Fabrication of novel La2O2CN2 one-dimensional nanostructures via facile electrospinning combined with cyanamidation technique

• For the first time, La2O2CN2 nanofibers and nanobelts were successfully prepared.
• Photocatalytic performance of La2O2CN2 nanofibers and nanobelts was firstly studied.
• Electrospinning combined with cyanamidation technique was firstly adopted.
• Formation mechanisms of La2O2CN2 nanofibers and nanobelts were advanced.

La2O3 nanofibers and nanobelts were fabricated by calcination of the respective electrospun PVP/[La(NO3)3] composite nanofibers and nanobelts. For the first time, La2O2CN2 nanofibers and nanobelts were successfully prepared via cyanamidation of La2O3 respective nanostructures employing NH3 gas and graphite at high temperature.

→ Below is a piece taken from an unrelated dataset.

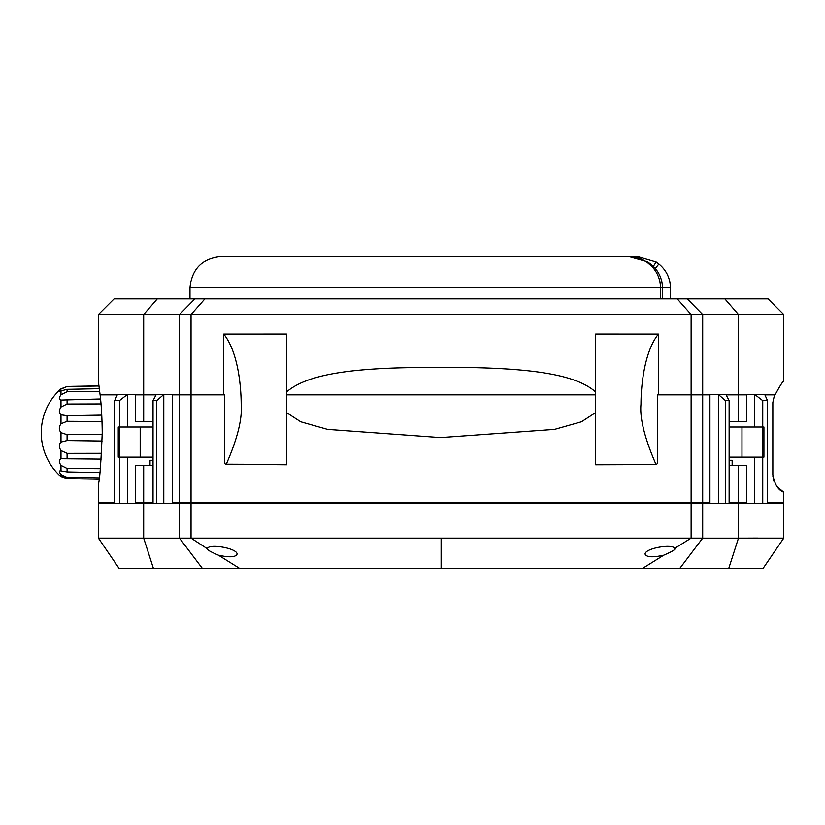 <?xml version="1.0" encoding="UTF-8"?>
<svg xmlns="http://www.w3.org/2000/svg" width="825" height="825" viewBox="0 0 825 825"><rect width="100%" height="100%" fill="white"/><g stroke="black" fill="none" stroke-linecap="round" stroke-linejoin="round"><path stroke-width="1.24" d="M702.694 538.137L738.488 538.137L738.488 502.662L746.604 502.662M767.508 502.662L783.75 502.662L783.75 538.127L762.96 568.569L441.086 568.569L441.086 538.127L691.123 538.127L674.695 548.367C672.447 543.458 644.562 548.398 645.098 554.142C646.491 557.257 652.688 557.607 663.692 555.215L642.262 568.569M738.488 502.662L729.125 502.662M709.923 502.662L172.239 502.662M153.037 502.662L135.558 502.662M143.684 502.662L143.684 538.127L98.412 538.127L98.412 502.662L114.654 502.662M738.478 538.127L783.75 538.127M747.893 538.106L758.031 538.075M98.412 538.127L119.202 568.569L441.086 568.569M167.64 568.569L184.027 568.569L167.64 568.569M214.335 568.569L397.753 568.569L214.335 568.569M484.409 568.569L654.184 568.569L484.409 568.569M657.329 568.569L667.827 568.569L657.329 568.569M698.136 568.569L714.522 568.569L698.136 568.569M153.471 568.569L143.684 538.137L179.468 538.137L179.468 502.662M202.496 568.569L179.468 538.127L191.039 538.127L207.25 548.687C206.704 549.584 210.447 551.76 218.47 555.215L239.9 568.569M218.47 555.215C229.453 557.607 235.651 557.257 237.064 554.142C237.569 548.388 209.705 543.469 207.467 548.367M191.039 502.662L191.039 538.127L441.086 538.127M691.123 502.662L691.123 538.127L702.694 538.127L702.694 502.662M663.692 555.215C671.715 551.76 675.458 549.584 674.912 548.687L674.695 548.367M774.634 394.371L772.839 402.538L774.634 394.371L725.835 394.371L729.125 400.651L725.495 400.651L718.204 394.371L658.422 394.371M725.814 394.371L718.204 394.371M223.74 394.371L117.49 394.371L114.654 400.651L119.419 400.651L127.545 394.371L127.535 427.02M125.544 394.371L100.052 394.371C101.351 404.724 102.073 417.532 102.228 432.795C100.949 463.815 99.67 480.81 98.412 483.801L98.412 503.446L114.654 503.446L114.654 400.651M114.654 503.446L127.493 503.446L127.514 457.143M119.419 503.446L119.419 457.143M119.419 427.02L119.419 400.651M127.493 503.446L783.75 503.446L783.75 492.205L776.748 486.42M150.016 465.31L150.016 460.288L153.037 460.288M135.558 503.446L135.558 465.31L153.037 465.31M153.037 421.369L135.558 421.369L135.558 394.371M153.037 503.446L153.037 400.651L156.327 394.371M156.667 503.446L156.667 400.651L163.958 394.371M156.667 400.651L153.037 400.651M172.239 503.446L172.239 394.371M163.783 503.446L163.783 394.567M191.039 503.446L191.039 394.371M691.123 394.371L691.123 503.446M286.502 412.582L300.733 421.781L327.556 429.392L440.602 437.59L554.555 429.392L581.429 421.792L595.66 412.582M709.923 394.371L709.923 503.446M718.379 503.446L718.379 394.567M729.125 503.446L729.125 400.651M729.125 460.288L732.146 460.288L732.146 465.31M772.839 402.538L772.839 474.726C774.592 484.399 778.233 490.225 783.75 492.205M774.097 481.604L773.881 481.006M773.871 480.954L773.345 479.108M773.293 478.902L773.097 477.85M772.953 476.737L772.87 475.685M767.508 503.446L767.508 400.651L764.682 394.371M762.743 503.446L762.743 457.143M762.743 427.02L762.743 400.651L754.617 394.371L754.627 427.02M767.508 400.651L762.743 400.651M754.669 503.446L754.648 457.143M746.604 394.371L746.604 421.369L738.488 421.369L738.488 394.371M738.488 503.446L738.488 465.31L746.604 465.31L746.604 503.446M729.125 421.369L738.488 421.369M738.488 465.31L729.125 465.31M725.495 503.446L725.495 400.651M724.866 298.805L738.488 314.49L783.75 314.49L768.054 298.805L194.875 298.805L179.468 314.49L98.412 314.49L98.412 381.8L100.103 394.845L117.222 394.845M135.558 394.845L156.09 394.845M172.239 394.845L224.565 394.845L224.565 459.938C224.658 463.454 225.225 464.867 226.277 464.186L286.502 464.784L286.502 334.032L223.74 334.053L223.74 394.845M595.66 394.845L286.502 394.845M658.422 394.845L658.422 334.053C644.047 351.883 640.973 387.049 640.984 404.116C639.623 418.048 644.583 438.075 655.885 464.186C656.937 464.877 657.504 463.464 657.597 459.938L657.597 394.845L709.923 394.845M726.072 394.845L746.604 394.845M764.94 394.845L775.098 394.845C779.986 385.729 782.873 381.171 783.75 381.191L783.75 314.49M194.875 298.805L114.108 298.805L98.412 314.49M738.488 394.845L738.488 314.49L691.123 314.49L691.123 394.845M191.039 394.845L191.039 314.49L204.92 298.805M658.422 334.053L595.66 334.032L595.66 391.957C576.871 375.561 535.734 366.197 429.516 367.465C339.848 367.383 304.105 377.004 286.502 391.957L286.502 334.032M677.243 298.805L691.123 314.49L179.468 314.49L179.468 394.845M595.66 460.051L595.66 464.434L656.37 464.578L595.66 464.784L595.66 334.032M595.66 412.531L595.66 402.332M286.502 461.175L286.502 464.795M286.502 464.434L226.277 464.186C237.487 438.642 242.447 418.564 241.178 403.941C241.117 387.389 238.353 352.327 223.74 334.053M729.125 457.143L763.919 457.143L763.919 427.02L729.125 427.02M153.037 427.02L118.243 427.02L118.243 457.143L153.037 457.143M60.988 389.07L67.083 386.533L60.988 388.812L59.606 391.432L60.988 390.937L60.988 394.762C58.792 397.908 58.792 399.661 60.988 400.032L60.988 407.034C58.792 410.479 58.792 413.067 60.988 414.8L60.988 423.761C58.792 426.907 58.792 429.877 60.988 432.671L60.988 442.045C58.792 444.355 58.792 447.191 60.988 450.563L60.988 458.721C58.792 459.793 58.792 462.021 60.988 465.382L60.988 470.92L60.338 470.848M99.897 472.612L67.083 471.941L60.988 470.92C58.792 470.57 58.792 471.787 60.988 474.571L67.083 477.417L99.247 477.871M60.988 474.571L60.988 476.53L59.359 475.252L67.083 478.644L99.062 479.243M60.988 476.53L67.083 478.644L67.083 477.417M60.988 465.382L67.083 468.476L100.33 468.693M60.988 458.721L101.207 459.102M60.988 450.563L67.083 453.358L101.609 453.296M60.988 442.045L67.083 440.56L102.125 441.024M60.988 432.671L67.083 434.682L102.218 434.342M60.988 423.761L67.083 421.297L102.032 421.503M60.988 414.8L67.083 415.687L101.764 415.119M60.988 407.034L67.083 404.033L101.001 403.941M100.547 398.98L61.576 400.053M60.988 394.762L67.083 391.731L99.701 391.38M60.988 390.937L67.083 389.328L99.371 388.688M99.01 385.997L67.083 386.533M647.274 262.391L647.646 261.803L628.609 256.431C635.487 256.493 641.706 258.472 647.274 262.391L652.059 266.578C657.546 272.58 660.361 279.665 660.485 287.812L660.485 298.805M628.629 256.431L637.323 256.431L637.323 257.472M628.609 256.431L221.368 256.431C202.311 258.287 191.843 268.754 189.987 287.812L189.987 298.805M738.478 538.137L728.692 568.569M702.694 538.127L679.666 568.569M143.684 421.369L143.684 394.371M179.468 394.371L179.468 503.446M702.694 503.446L702.694 394.371M143.684 503.446L143.684 465.31M143.684 394.845L143.684 314.49L157.297 298.805M702.694 394.845L702.694 314.49L687.287 298.805M762.403 457.143L762.403 427.02M741.974 427.02L741.974 457.143M140.188 457.143L140.188 427.02M119.759 427.02L119.759 457.143M67.083 468.476L67.083 471.941M67.083 453.358L67.083 458.473M67.083 434.682L67.083 440.56M67.083 415.687L67.083 421.297M67.083 399.64L67.083 404.033M67.083 389.328L67.083 391.731M647.646 261.803L652.802 265.794L652.059 266.578M655.277 268.403L658.886 263.948C666.332 270.157 670.189 278.108 670.447 287.812L189.987 287.812M662.465 298.805L662.465 287.812L668.993 287.812M653.328 266.3L656.153 261.968M60.988 388.812A58.853 58.853 0 0 0 59.359 475.252M67.083 386.44L99 385.883M670.447 287.812L670.447 298.805M658.886 263.948L656.164 261.958L637.323 256.431M652.802 265.794C659.051 271.796 662.269 279.128 662.465 287.812"/></g></svg>

X-ray powder diffraction (XRD) analysis reveals that La2O2CN2 nanostructures are tetragonal in structure with space group of I4/mmm. Scanning electron microscope (SEM) analysis indicates that the thickness and the width of La2O2CN2 nanobelts are respectively 180 nm and 2.56 ± 0.68 μm, and the diameter of La2O2CN2 nanofibers is 248.10 ± 40.98 nm under the 95% confidence level. Transmission electron microscope (TEM) observation shows that La2O2CN2 nanofibers and nanobelts are all composed of nanoparticles. La2O2CN2 nanostructures with different morphology exhibit excellent photocatalytic activity in photodegradation of rhodamine B (RhB) under ultraviolet light irradiation, and the nanofibers have higher photocatalytic ability than nanobelts under the same experimental conditions. The possible formation mechanisms of La2O2CN2 nanofibers and nanobelts were also proposed.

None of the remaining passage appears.